A later patch, not slated for v10, will similarly unify SIGHUP
handling in other types of processes as well.

Author: Petr Jelinek, Andres Freund
Reviewed-By: Michael Paquier
Discussion: https://postgr.es/m/20170423235941.qosiuoyqprq4nu7v@alap3.anarazel.de
Backpatch: 9.2-, bug is present since 9.0

Branch
------
REL9_6_STABLE

Details
-------
https://git.postgresql.org/pg/commitdiff/b8bd32a51f2dd451644175af7ae32f9bec3153f1

Modified Files
--------------
src/backend/replication/walsender.c | 29 +++++++----------------------
src/backend/tcop/postgres.c         | 30 ++++++++++++++----------------
src/backend/utils/init/globals.c    |  1 +
src/include/miscadmin.h             |  5 +++++
4 files changed, 27 insertions(+), 38 deletions(-)

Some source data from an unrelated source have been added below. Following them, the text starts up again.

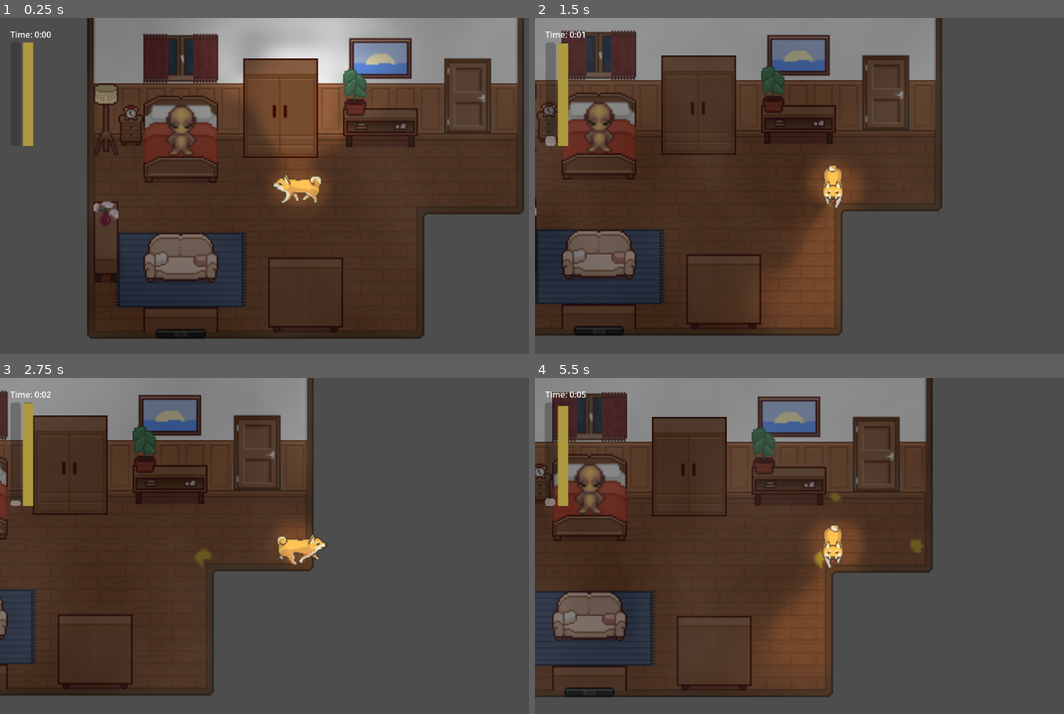
Above: before the commit, frames 1-4 (two rows, left to right).
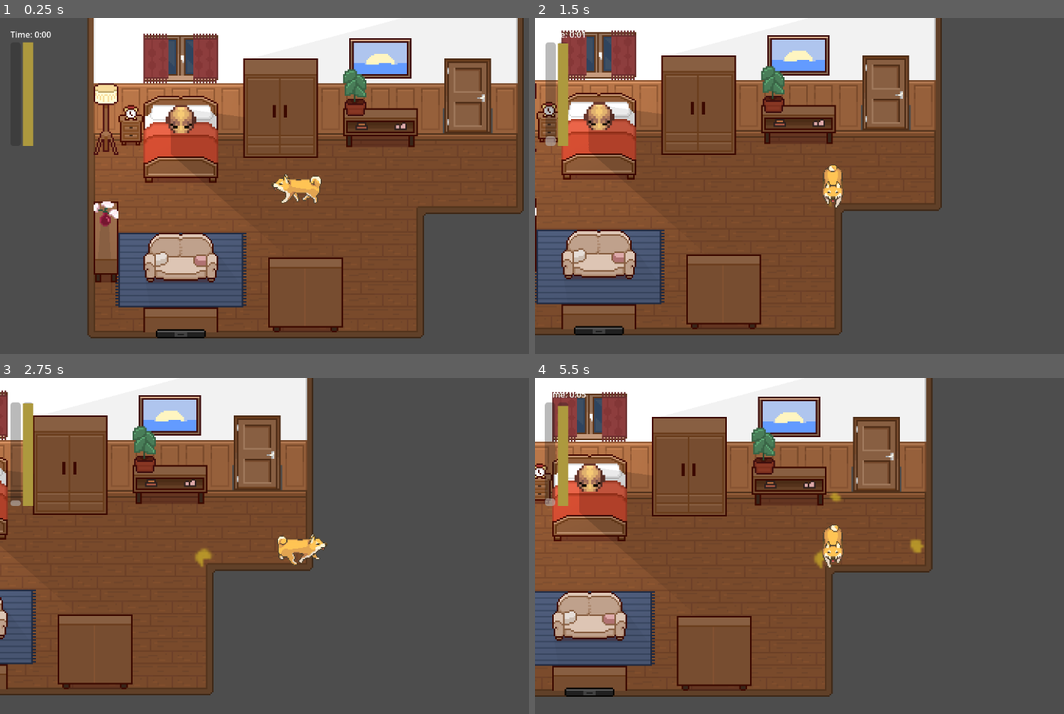
Above: after the commit, the same moments.

Repository: ethantheb/jammers
Game: Godot game, scene res://scenes/bedroom.tscn
The game is run twice, just before and just after one commit, with the same random seed, the same clock (stepped at 60 frames per second) and the same inputs.
Inputs (mouse positions are in pixels of both pictures, inside the frame that each line leads up to):
- Up to frame 1 (0.25 s): no input
- Up to frame 2 (1.5 s): tap Enter at 0.5 s; move the mouse to (963, 169) at 0.52 s; hold Right (ui_right) 0.53-1.28 s; hold Q 0.53-1.28 s; click (963, 169) at 0.67 s; move the mouse to (714, 202) at 1.27 s; hold Down (ui_down) from 1.28 s (still down); tap P at 1.35 s
- Up to frame 3 (2.75 s): tap Space at 2 s; move the mouse to (359, 472) at 2.02 s; release Down (ui_down) at 2.03 s; hold Right (ui_right) from 2.03 s (still down); hold Q from 2.03 s (still down)
- Up to frame 4 (5.5 s): move the mouse to (804, 613) at 2.77 s; release Right (ui_right) at 2.78 s; release Q at 2.78 s; hold Up (ui_up) 2.78-3.53 s; tap P at 2.85, 4.35 s; click (804, 613) at 2.92 s; move the mouse to (1016, 596) at 3.52 s; hold Q 3.53-4.28 s; hold Left (ui_left) 3.53-5.03 s; move the mouse to (656, 495) at 4.27 s; tap Enter at 5 s; move the mouse to (862, 546) at 5.02 s; hold Down (ui_down) from 5.03 s (still down); hold Q from 5.03 s (still down); click (862, 546) at 5.17 s

The runs differ from the first frame. In frame 1, 63% of the frame differs, in the area x 16-99%, y 0-96%; in frame 2, 58%; in frame 3, 45%; in frame 4, 56%.

Commit message:
remove fog overlay from bedroom since it breaks layering

Diff:
--- a/scenes/bedroom.tscn
+++ b/scenes/bedroom.tscn
@@ -15,11 +15,10 @@
 [ext_resource type="Texture2D" uid="uid://da4vlv1ut5fln" path="res://assets/tilesets/pixelinterior_LRK_v1.1/doorswindowsstairs_LRK.png" id="12_qw8ek"]
 [ext_resource type="Texture2D" uid="uid://du3c1b00khu3e" path="res://assets/tilesets/pixelinterior_LRK_v1.1/floorswalls_LRK.png" id="13_qbrme"]
 [ext_resource type="PackedScene" uid="uid://c55ktvtf07pxx" path="res://scenes/player.tscn" id="14_lyvny"]
-[ext_resource type="PackedScene" path="res://scenes/door.tscn" id="16_43jao"]
+[ext_resource type="PackedScene" uid="uid://ela2c4n7ip14" path="res://scenes/door.tscn" id="16_43jao"]
 [ext_resource type="Script" uid="uid://bc07ro077afnp" path="res://scripts/interactable_bed.gd" id="16_cixf6"]
-[ext_resource type="PackedScene" uid="uid://d66nr0vwbl6o" path="res://scenes/owner.tscn" id="16_qquio"]
+[ext_resource type="PackedScene" path="res://scenes/owner.tscn" id="16_qquio"]
 [ext_resource type="PackedScene" uid="uid://jr50xyaas84c" path="res://scenes/test_level.tscn" id="18_cs7aj"]
-[ext_resource type="PackedScene" path="res://scenes/fog_overlay_v2.tscn" id="19_43jao"]
 
 [sub_resource type="OccluderPolygon2D" id="OccluderPolygon2D_xyfub"]
 polygon = PackedVector2Array(67, 147, 65, 134, 67, 117, 68, 121, 67.6471, 130.175)
@@ -6019,19 +6018,3 @@
 [node name="CollisionShape2D" type="CollisionShape2D" parent="InteractableBed" unique_id=1319908819]
 position = Vector2(60, -128)
 shape = SubResource("RectangleShape2D_mk2nf")
-
-[node name="FogOverlay" parent="." unique_id=2092139013 instance=ExtResource("19_43jao")]
-vision_radius_px = 481.0
-vision_softness_px = 87.0
-ambient_radius_px = 18.0
-ambient_softness_power = 0.05
-ambient_edge_softness_px = 60.0
-cone_angle_degrees = 123.0
-cone_distance_falloff_start_ratio = 0.0
-cone_distance_falloff_smoothing_passes = 1
-cone_angle_falloff_start_ratio = 0.09
-vision_energy = 1.8
-fog_speed = 0.15
-fog_noise_strength = 1.0
-fog_tint_strength = 0.29
-edge_noise_strength = 0.45

Re: [COMMITTERS] pgsql: Unify SIGHUP handling between normal andwalsender backends.

От
Andres Freund
Дата:
On 2017-06-06 02:25:18 +0000, Andres Freund wrote:
> Unify SIGHUP handling between normal and walsender backends.
>
> Because walsender and normal backends share the same main loop it's
> problematic to have two different flag variables, set in signal
> handlers, indicating a pending configuration reload.  Only certain
> walsender commands reach code paths checking for the
> variable (START_[LOGICAL_]REPLICATION, CREATE_REPLICATION_SLOT
> ... LOGICAL, notably not base backups).
>
> This is a bug present since the introduction of walsender, but has
> gotten worse in releases since then which allow walsender to do more.
>
> A later patch, not slated for v10, will similarly unify SIGHUP
> handling in other types of processes as well.
>
> Author: Petr Jelinek, Andres Freund
> Reviewed-By: Michael Paquier
> Discussion: https://postgr.es/m/20170423235941.qosiuoyqprq4nu7v@alap3.anarazel.de
> Backpatch: 9.2-, bug is present since 9.0
>
> Branch
> ------
> REL9_6_STABLE
>
> Details
> -------
> https://git.postgresql.org/pg/commitdiff/b8bd32a51f2dd451644175af7ae32f9bec3153f1
>
> Modified Files
> --------------
> src/backend/replication/walsender.c | 29 +++++++----------------------
> src/backend/tcop/postgres.c         | 30 ++++++++++++++----------------
> src/backend/utils/init/globals.c    |  1 +
> src/include/miscadmin.h             |  5 +++++
> 4 files changed, 27 insertions(+), 38 deletions(-)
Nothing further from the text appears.